Work to complete.
The finished copy must match the records exactly, except that it contains no pictures.

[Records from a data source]
########

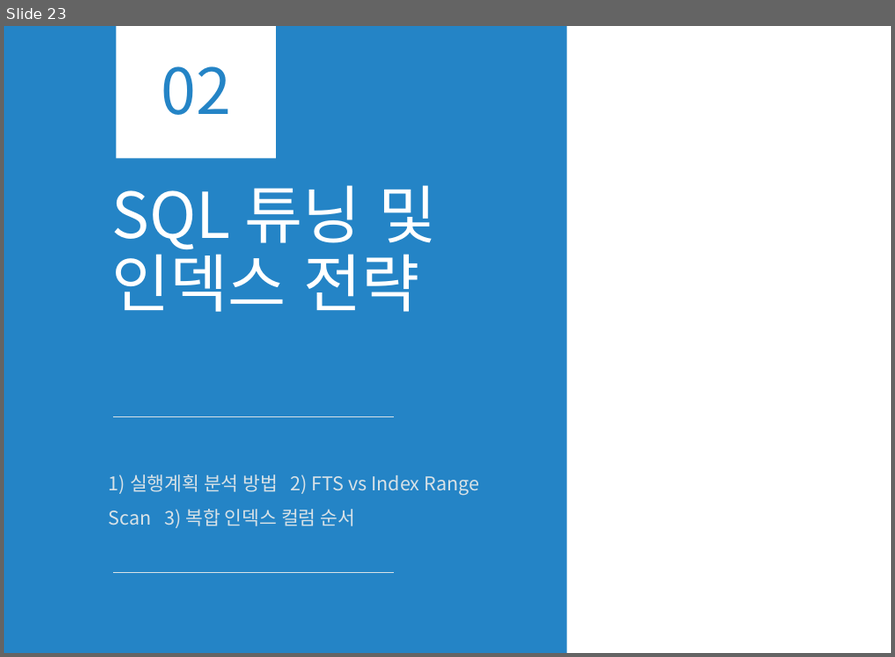
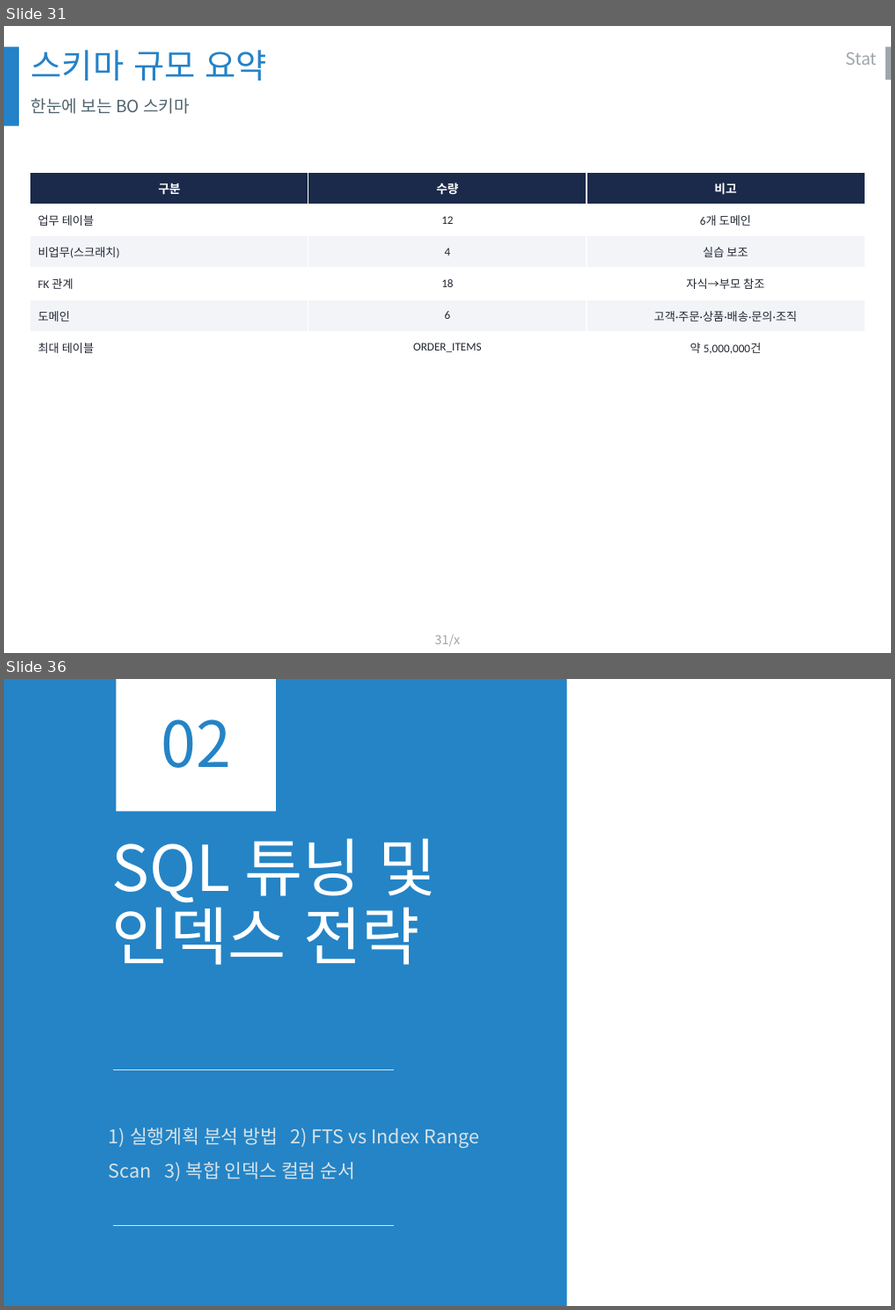
Before and after one commit to olmas70/slides, a slide deck: ppt/BO_DB운영_발표.pptx. Shown one above the other, each under a label of ours: slide 23 before the commit, slides 31 and 36 after it; the slides between them are not shown. The pictures are 895x657 and 895x1310 pixels, drawn with LibreOffice and Linux fonts; fonts in the diff are those of the drawing; background and template pictures are left out. Boxes give left, top, right and bottom in pixels: in the first picture for what was removed or moved away, otherwise in the second. Text is boxed around its words. In the diff, an @@ line names an element or a change of style, - is before the commit and + after.

```diff
--- a/ppt/BO_DB운영_발표.pptx
+++ b/ppt/BO_DB운영_발표.pptx
@@ slide 31 added at <box>4,26,891,653</box>, background #FFFFFF @@
@@ rectangle added at <box>4,46,19,125</box>, fill #2482C8 @@
@@ text added at <box>31,50,266,81</box>, 32 pt, text #2482C8 @@
+스키마 규모 요약
@@ rectangle added at <box>886,46,891,80</box>, fill #9DA6AB @@
@@ text added at <box>845,52,876,65</box>, 16 pt, text #9DA6AB @@
+Stat
@@ text added at <box>31,98,190,114</box>, 16 pt, text #50646E @@
+한눈에 보는 BO 스키마
@@ table added at <box>30,172,866,364</box>, 6 rows, 3 columns @@
+구분 | 수량 | 비고
+업무 테이블 | 12 | 6개 도메인
+비업무(스크래치) | 4 | 실습 보조
+FK 관계 | 18 | 자식→부모 참조
+도메인 | 6 | 고객·주문·상품·배송·문의·조직
+최대 테이블 | ORDER_ITEMS | 약 5,000,000건
@@ page number added at <box>435,635,461,646</box>, 12 pt, text #9DA6AB @@
+31/x
@@ what was slide 23 is now slide 36 @@
```
Also in this commit, not shown: 55 other slides added.

########

Your solution.
Before and after one commit to olmas70/slides, a slide deck: ppt/BO_DB운영_발표.pptx. Shown one above the other, each under a label of ours: slide 23 before the commit, slides 31 and 36 after it; the slides between them are not shown. The pictures are 895x657 and 895x1310 pixels, drawn with LibreOffice and Linux fonts; fonts in the diff are those of the drawing; background and template pictures are left out. Boxes give left, top, right and bottom in pixels: in the first picture for what was removed or moved away, otherwise in the second. Text is boxed around its words. In the diff, an @@ line names an element or a change of style, - is before the commit and + after.

```diff
--- a/ppt/BO_DB운영_발표.pptx
+++ b/ppt/BO_DB운영_발표.pptx
@@ slide 31 added at <box>4,26,891,653</box>, background #FFFFFF @@
@@ rectangle added at <box>4,46,19,125</box>, fill #2482C8 @@
@@ text added at <box>31,50,266,81</box>, 32 pt, text #2482C8 @@
+스키마 규모 요약
@@ rectangle added at <box>886,46,891,80</box>, fill #9DA6AB @@
@@ text added at <box>845,52,876,65</box>, 16 pt, text #9DA6AB @@
+Stat
@@ text added at <box>31,98,190,114</box>, 16 pt, text #50646E @@
+한눈에 보는 BO 스키마
@@ table added at <box>30,172,866,364</box>, 6 rows, 3 columns @@
+구분 | 수량 | 비고
+업무 테이블 | 12 | 6개 도메인
+비업무(스크래치) | 4 | 실습 보조
+FK 관계 | 18 | 자식→부모 참조
+도메인 | 6 | 고객·주문·상품·배송·문의·조직
+최대 테이블 | ORDER_ITEMS | 약 5,000,000건
@@ page number added at <box>435,635,461,646</box>, 12 pt, text #9DA6AB @@
+31/x
@@ what was slide 23 is now slide 36 @@
```
Also in this commit, not shown: 55 other slides added.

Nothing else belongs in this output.